## Get Training Data
Step 3 is to get the question/answer data to train the model on. We'll use ChatGPT for this.

## Environment Setup
This step uses the following libraries:
|Library|License|
|-|-|
| [python-dotenv](https://github.com/theskumar/python-dotenv) | BSD-3-Clause |
| [pydantic](https://github.com/pydantic/pydantic) | MIT |
| [OpenAI](https://github.com/openai/openai-python) | Apache 2.0 |

In [1]:
import os, json
from pathlib import Path

from openai import OpenAI
from dotenv import load_dotenv
from pydantic import BaseModel

In [12]:
load_dotenv()
OAI_KEY = os.environ["PAT_API_KEY"]

In [6]:
CHUNKED_JSONL = Path("FM5_0/QuantFactory/Llama-3.2-1B-GGUF/data/chunked/chunked.jsonl")
N_PASSAGES    = 30
OPENAI_MODEL  = "gpt-4o-mini"

In [7]:
passages = []
with CHUNKED_JSONL.open() as f:
    for line in f:
        passages.append(json.loads(line)["text"])

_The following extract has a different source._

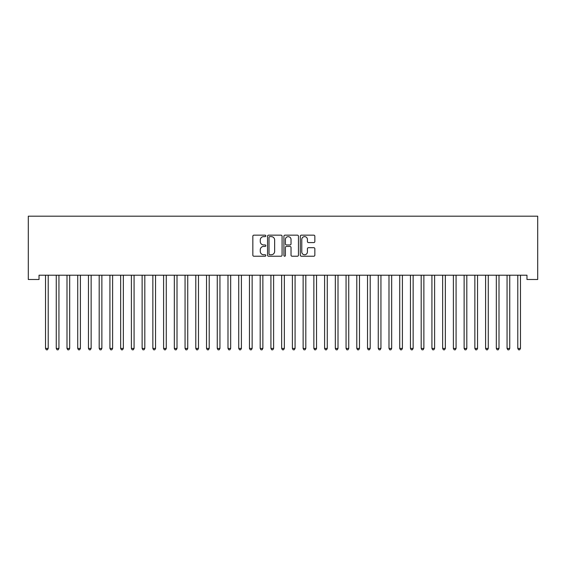 <?xml version="1.0" encoding="UTF-8"?>
<svg xmlns="http://www.w3.org/2000/svg" width="566" height="566" viewBox="0 0 566 566"><rect width="100%" height="100%" fill="white"/><g stroke="black" fill="none" stroke-linecap="round" stroke-linejoin="round"><path stroke-width="0.85" d="M265.829 235.895A0.736 0.736 0 0 0 265.093 235.159L253.893 235.159A1.054 1.054 0 0 0 252.839 236.206L252.839 255.174A1.054 1.054 0 0 0 253.893 256.228L265.093 256.228A0.736 0.736 0 0 0 265.829 255.492A0.736 0.736 0 0 0 265.093 254.75L263.643 254.75A3.375 3.375 0 0 1 260.268 251.382L260.268 249.797A3.375 3.375 0 0 1 263.643 246.429L265.093 246.429A0.736 0.736 0 0 0 265.829 245.694A0.736 0.736 0 0 0 265.093 244.951L263.643 244.951A3.375 3.375 0 0 1 260.268 241.583L260.268 240.005A3.375 3.375 0 0 1 263.643 236.63L265.093 236.63A0.736 0.736 0 0 0 265.829 235.895M313.79 242.581A1.054 1.054 0 0 0 314.845 241.526L314.845 236.206A1.054 1.054 0 0 0 313.79 235.159L301.36 235.159A1.054 1.054 0 0 0 300.305 236.206L300.305 255.174A1.054 1.054 0 0 0 301.36 256.228L313.79 256.228A1.054 1.054 0 0 0 314.845 255.174L314.845 248.75A1.054 1.054 0 0 0 313.79 247.696L308.47 247.696A1.054 1.054 0 0 0 307.416 248.75L307.416 251.934A2.816 2.816 0 0 1 304.6 254.75A2.816 2.816 0 0 1 301.777 251.934L301.777 239.446A2.816 2.816 0 0 1 304.6 236.63A2.816 2.816 0 0 1 307.416 239.446L307.416 241.526A1.054 1.054 0 0 0 308.47 242.581L313.79 242.581M526.967 275.21L39.033 275.21L39.033 279.498L28.3 279.498L28.3 216.177L537.7 216.177L537.7 279.498L526.967 279.498L526.967 275.21M282.08 236.206A1.054 1.054 0 0 0 281.026 235.159L268.595 235.159A1.054 1.054 0 0 0 267.541 236.206L267.541 255.174A1.054 1.054 0 0 0 268.595 256.228L281.026 256.228A1.054 1.054 0 0 0 282.08 255.174L282.08 236.206M284.974 235.159L297.405 235.159A1.054 1.054 0 0 1 298.459 236.206L298.459 255.174A1.054 1.054 0 0 1 297.405 256.228L292.084 256.228A1.054 1.054 0 0 1 291.03 255.174L291.03 247.484A1.054 1.054 0 0 0 289.983 246.429L286.453 246.429A1.054 1.054 0 0 0 285.398 247.484L285.398 255.492A0.736 0.736 0 0 1 284.663 256.228A0.736 0.736 0 0 1 283.92 255.492L283.92 236.206A1.054 1.054 0 0 1 284.974 235.159M269.749 236.63A0.736 0.736 0 0 0 269.013 237.366L269.013 254.014A0.736 0.736 0 0 0 269.749 254.75L271.277 254.75A3.375 3.375 0 0 0 274.651 251.382L274.651 240.005A3.375 3.375 0 0 0 271.277 236.63L269.749 236.63M291.03 239.503A2.816 2.816 0 0 0 288.214 236.68A2.816 2.816 0 0 0 285.398 239.503L285.398 243.904A1.054 1.054 0 0 0 286.453 244.951L289.983 244.951A1.054 1.054 0 0 0 291.03 243.904L291.03 239.503M45.386 275.21L45.45 275.366A1.075 1.075 0 0 1 45.528 275.762L45.528 348.43L48.209 348.43L48.209 275.762A1.075 1.075 0 0 1 48.287 275.366L48.351 275.21M48.209 348.43L47.403 349.823L46.334 349.823L45.528 348.43M56.119 275.21L56.183 275.366A1.075 1.075 0 0 1 56.26 275.762L56.26 348.43L58.942 348.43L58.942 275.762A1.075 1.075 0 0 1 59.02 275.366L59.083 275.21M58.942 348.43L58.135 349.823L57.067 349.823L56.26 348.43M66.852 275.21L66.915 275.366A1.075 1.075 0 0 1 66.993 275.762L66.993 348.43L69.675 348.43L69.675 275.762A1.075 1.075 0 0 1 69.752 275.366L69.816 275.21M69.675 348.43L68.875 349.823L67.8 349.823L66.993 348.43M77.584 275.21L77.648 275.366A1.075 1.075 0 0 1 77.726 275.762L77.726 348.43L80.407 348.43L80.407 275.762A1.075 1.075 0 0 1 80.485 275.366L80.549 275.21M80.407 348.43L79.608 349.823L78.532 349.823L77.726 348.43M88.317 275.21L88.381 275.366A1.075 1.075 0 0 1 88.459 275.762L88.459 348.43L91.14 348.43L91.14 275.762A1.075 1.075 0 0 1 91.218 275.366L91.282 275.21M91.14 348.43L90.341 349.823L89.265 349.823L88.459 348.43M99.05 275.21L99.114 275.366A1.075 1.075 0 0 1 99.191 275.762L99.191 348.43L101.873 348.43L101.873 275.762A1.075 1.075 0 0 1 101.951 275.366L102.014 275.21M101.873 348.43L101.073 349.823L99.998 349.823L99.191 348.43M109.783 275.21L109.846 275.366A1.075 1.075 0 0 1 109.924 275.762L109.924 348.43L112.613 348.43L112.613 275.762A1.075 1.075 0 0 1 112.691 275.366L112.747 275.21M112.613 348.43L111.806 349.823L110.731 349.823L109.924 348.43M120.516 275.21L120.579 275.366A1.075 1.075 0 0 1 120.657 275.762L120.657 348.43L123.346 348.43L123.346 275.762A1.075 1.075 0 0 1 123.423 275.366L123.487 275.21M123.346 348.43L122.539 349.823L121.464 349.823L120.657 348.43M131.255 275.21L131.312 275.366A1.075 1.075 0 0 1 131.39 275.762L131.39 348.43L134.078 348.43L134.078 275.762A1.075 1.075 0 0 1 134.156 275.366L134.22 275.21M134.078 348.43L133.272 349.823L132.196 349.823L131.39 348.43M141.988 275.21L142.052 275.366A1.075 1.075 0 0 1 142.123 275.762L142.123 348.43L144.811 348.43L144.811 275.762A1.075 1.075 0 0 1 144.889 275.366L144.953 275.21M144.811 348.43L144.005 349.823L142.929 349.823L142.123 348.43M152.721 275.21L152.785 275.366A1.075 1.075 0 0 1 152.862 275.762L152.862 348.43L155.544 348.43L155.544 275.762A1.075 1.075 0 0 1 155.622 275.366L155.685 275.21M155.544 348.43L154.737 349.823L153.662 349.823L152.862 348.43M163.454 275.21L163.517 275.366A1.075 1.075 0 0 1 163.595 275.762L163.595 348.43L166.277 348.43L166.277 275.762A1.075 1.075 0 0 1 166.354 275.366L166.418 275.21M166.277 348.43L165.47 349.823L164.395 349.823L163.595 348.43M174.186 275.21L174.25 275.366A1.075 1.075 0 0 1 174.328 275.762L174.328 348.43L177.009 348.43L177.009 275.762A1.075 1.075 0 0 1 177.087 275.366L177.151 275.21M177.009 348.43L176.203 349.823L175.127 349.823L174.328 348.43M184.919 275.21L184.983 275.366A1.075 1.075 0 0 1 185.061 275.762L185.061 348.43L187.742 348.43L187.742 275.762A1.075 1.075 0 0 1 187.82 275.366L187.884 275.21M187.742 348.43L186.936 349.823L185.867 349.823L185.061 348.43M195.652 275.21L195.716 275.366A1.075 1.075 0 0 1 195.794 275.762L195.794 348.43L198.475 348.43L198.475 275.762A1.075 1.075 0 0 1 198.553 275.366L198.616 275.21M198.475 348.43L197.668 349.823L196.6 349.823L195.794 348.43M206.385 275.21L206.449 275.366A1.075 1.075 0 0 1 206.526 275.762L206.526 348.43L209.208 348.43L209.208 275.762A1.075 1.075 0 0 1 209.286 275.366L209.349 275.21M209.208 348.43L208.401 349.823L207.333 349.823L206.526 348.43M217.118 275.21L217.181 275.366A1.075 1.075 0 0 1 217.259 275.762L217.259 348.43L219.941 348.43L219.941 275.762A1.075 1.075 0 0 1 220.018 275.366L220.082 275.21M219.941 348.43L219.134 349.823L218.066 349.823L217.259 348.43M227.85 275.21L227.914 275.366A1.075 1.075 0 0 1 227.992 275.762L227.992 348.43L230.673 348.43L230.673 275.762A1.075 1.075 0 0 1 230.751 275.366L230.815 275.21M230.673 348.43L229.874 349.823L228.798 349.823L227.992 348.43M238.583 275.21L238.647 275.366A1.075 1.075 0 0 1 238.725 275.762L238.725 348.43L241.406 348.43L241.406 275.762A1.075 1.075 0 0 1 241.484 275.366L241.548 275.21M241.406 348.43L240.607 349.823L239.531 349.823L238.725 348.43M249.316 275.21L249.38 275.366A1.075 1.075 0 0 1 249.457 275.762L249.457 348.43L252.139 348.43L252.139 275.762A1.075 1.075 0 0 1 252.217 275.366L252.28 275.21M252.139 348.43L251.339 349.823L250.264 349.823L249.457 348.43M260.049 275.21L260.112 275.366A1.075 1.075 0 0 1 260.19 275.762L260.19 348.43L262.872 348.43L262.872 275.762A1.075 1.075 0 0 1 262.949 275.366L263.013 275.21M262.872 348.43L262.072 349.823L260.997 349.823L260.19 348.43M270.781 275.21L270.845 275.366A1.075 1.075 0 0 1 270.923 275.762L270.923 348.43L273.611 348.43L273.611 275.762A1.075 1.075 0 0 1 273.689 275.366L273.746 275.21M273.611 348.43L272.805 349.823L271.73 349.823L270.923 348.43M281.514 275.21L281.578 275.366A1.075 1.075 0 0 1 281.656 275.762L281.656 348.43L284.344 348.43L284.344 275.762A1.075 1.075 0 0 1 284.422 275.366L284.486 275.21M284.344 348.43L283.538 349.823L282.462 349.823L281.656 348.43M292.254 275.21L292.311 275.366A1.075 1.075 0 0 1 292.389 275.762L292.389 348.43L295.077 348.43L295.077 275.762A1.075 1.075 0 0 1 295.155 275.366L295.219 275.21M295.077 348.43L294.27 349.823L293.195 349.823L292.389 348.43M302.987 275.21L303.051 275.366A1.075 1.075 0 0 1 303.128 275.762L303.128 348.43L305.81 348.43L305.81 275.762A1.075 1.075 0 0 1 305.888 275.366L305.951 275.21M305.81 348.43L305.003 349.823L303.928 349.823L303.128 348.43M313.72 275.21L313.783 275.366A1.075 1.075 0 0 1 313.861 275.762L313.861 348.43L316.543 348.43L316.543 275.762A1.075 1.075 0 0 1 316.62 275.366L316.684 275.21M316.543 348.43L315.736 349.823L314.661 349.823L313.861 348.43M324.452 275.21L324.516 275.366A1.075 1.075 0 0 1 324.594 275.762L324.594 348.43L327.275 348.43L327.275 275.762A1.075 1.075 0 0 1 327.353 275.366L327.417 275.21M327.275 348.43L326.469 349.823L325.393 349.823L324.594 348.43M335.185 275.21L335.249 275.366A1.075 1.075 0 0 1 335.327 275.762L335.327 348.43L338.008 348.43L338.008 275.762A1.075 1.075 0 0 1 338.086 275.366L338.15 275.21M338.008 348.43L337.202 349.823L336.126 349.823L335.327 348.43M345.918 275.21L345.982 275.366A1.075 1.075 0 0 1 346.059 275.762L346.059 348.43L348.741 348.43L348.741 275.762A1.075 1.075 0 0 1 348.819 275.366L348.882 275.21M348.741 348.43L347.934 349.823L346.866 349.823L346.059 348.43M356.651 275.21L356.714 275.366A1.075 1.075 0 0 1 356.792 275.762L356.792 348.43L359.474 348.43L359.474 275.762A1.075 1.075 0 0 1 359.551 275.366L359.615 275.21M359.474 348.43L358.667 349.823L357.599 349.823L356.792 348.43M367.384 275.21L367.447 275.366A1.075 1.075 0 0 1 367.525 275.762L367.525 348.43L370.206 348.43L370.206 275.762A1.075 1.075 0 0 1 370.284 275.366L370.348 275.21M370.206 348.43L369.4 349.823L368.332 349.823L367.525 348.43M378.116 275.21L378.18 275.366A1.075 1.075 0 0 1 378.258 275.762L378.258 348.43L380.939 348.43L380.939 275.762A1.075 1.075 0 0 1 381.017 275.366L381.081 275.21M380.939 348.43L380.133 349.823L379.064 349.823L378.258 348.43M388.849 275.21L388.913 275.366A1.075 1.075 0 0 1 388.991 275.762L388.991 348.43L391.672 348.43L391.672 275.762A1.075 1.075 0 0 1 391.75 275.366L391.813 275.21M391.672 348.43L390.873 349.823L389.797 349.823L388.991 348.43M399.582 275.21L399.646 275.366A1.075 1.075 0 0 1 399.723 275.762L399.723 348.43L402.405 348.43L402.405 275.762A1.075 1.075 0 0 1 402.483 275.366L402.546 275.21M402.405 348.43L401.605 349.823L400.53 349.823L399.723 348.43M410.315 275.21L410.378 275.366A1.075 1.075 0 0 1 410.456 275.762L410.456 348.43L413.138 348.43L413.138 275.762A1.075 1.075 0 0 1 413.215 275.366L413.279 275.21M413.138 348.43L412.338 349.823L411.263 349.823L410.456 348.43M421.047 275.21L421.111 275.366A1.075 1.075 0 0 1 421.189 275.762L421.189 348.43L423.877 348.43L423.877 275.762A1.075 1.075 0 0 1 423.948 275.366L424.012 275.21M423.877 348.43L423.071 349.823L421.995 349.823L421.189 348.43M431.78 275.21L431.844 275.366A1.075 1.075 0 0 1 431.922 275.762L431.922 348.43L434.61 348.43L434.61 275.762A1.075 1.075 0 0 1 434.688 275.366L434.745 275.21M434.61 348.43L433.804 349.823L432.728 349.823L431.922 348.43M442.513 275.21L442.577 275.366A1.075 1.075 0 0 1 442.654 275.762L442.654 348.43L445.343 348.43L445.343 275.762A1.075 1.075 0 0 1 445.421 275.366L445.484 275.21M445.343 348.43L444.536 349.823L443.461 349.823L442.654 348.43M453.253 275.21L453.309 275.366A1.075 1.075 0 0 1 453.387 275.762L453.387 348.43L456.076 348.43L456.076 275.762A1.075 1.075 0 0 1 456.154 275.366L456.217 275.21M456.076 348.43L455.269 349.823L454.194 349.823L453.387 348.43M463.986 275.21L464.049 275.366A1.075 1.075 0 0 1 464.127 275.762L464.127 348.43L466.808 348.43L466.808 275.762A1.075 1.075 0 0 1 466.886 275.366L466.95 275.21M466.808 348.43L466.002 349.823L464.927 349.823L464.127 348.43M474.718 275.21L474.782 275.366A1.075 1.075 0 0 1 474.86 275.762L474.86 348.43L477.541 348.43L477.541 275.762A1.075 1.075 0 0 1 477.619 275.366L477.683 275.21M477.541 348.43L476.735 349.823L475.659 349.823L474.86 348.43M485.451 275.21L485.515 275.366A1.075 1.075 0 0 1 485.593 275.762L485.593 348.43L488.274 348.43L488.274 275.762A1.075 1.075 0 0 1 488.352 275.366L488.416 275.21M488.274 348.43L487.468 349.823L486.392 349.823L485.593 348.43M496.184 275.21L496.248 275.366A1.075 1.075 0 0 1 496.325 275.762L496.325 348.43L499.007 348.43L499.007 275.762A1.075 1.075 0 0 1 499.085 275.366L499.148 275.21M499.007 348.43L498.2 349.823L497.125 349.823L496.325 348.43M506.917 275.21L506.98 275.366A1.075 1.075 0 0 1 507.058 275.762L507.058 348.43L509.74 348.43L509.74 275.762A1.075 1.075 0 0 1 509.817 275.366L509.881 275.21M509.74 348.43L508.933 349.823L507.865 349.823L507.058 348.43M517.649 275.21L517.713 275.366A1.075 1.075 0 0 1 517.791 275.762L517.791 348.43L520.472 348.43L520.472 275.762A1.075 1.075 0 0 1 520.55 275.366L520.614 275.21M520.472 348.43L519.666 349.823L518.597 349.823L517.791 348.43"/></g></svg>

Using OpenAI's structured API, we can leverage Pydantic classes to make sure our response adheres to a format. This is a simple question/answer format.

In [8]:
class QA(BaseModel):
    question: str
    answer: str

Now log in and set the basic settings.

In [13]:
client = OpenAI(api_key=OAI_KEY)

In [14]:
TEMPERATURE   = 0.4
PROMPT        = ("Read the passage and emit exactly ONE question/answer pair with source information: "
                 "question – a factual question (5‑25 words). "
                 "answer – verbatim answer text from the passage (≤ 50 words).")

And get a response to see if it's right.

In [15]:
resp = client.responses.parse(
                model=OPENAI_MODEL,
                input = [
                    {
                        "role": "system",
                        "content": PROMPT
                    },
                    {
                        "role": "user",
                        "content": passages[0]
                    }
                ],
                text_format=QA
)


In [16]:
print(resp.output_parsed)

question='What is FM 5-0?' answer="FM 5-0, Planning and Orders Production, is the Army's comprehensive reference manual for planning."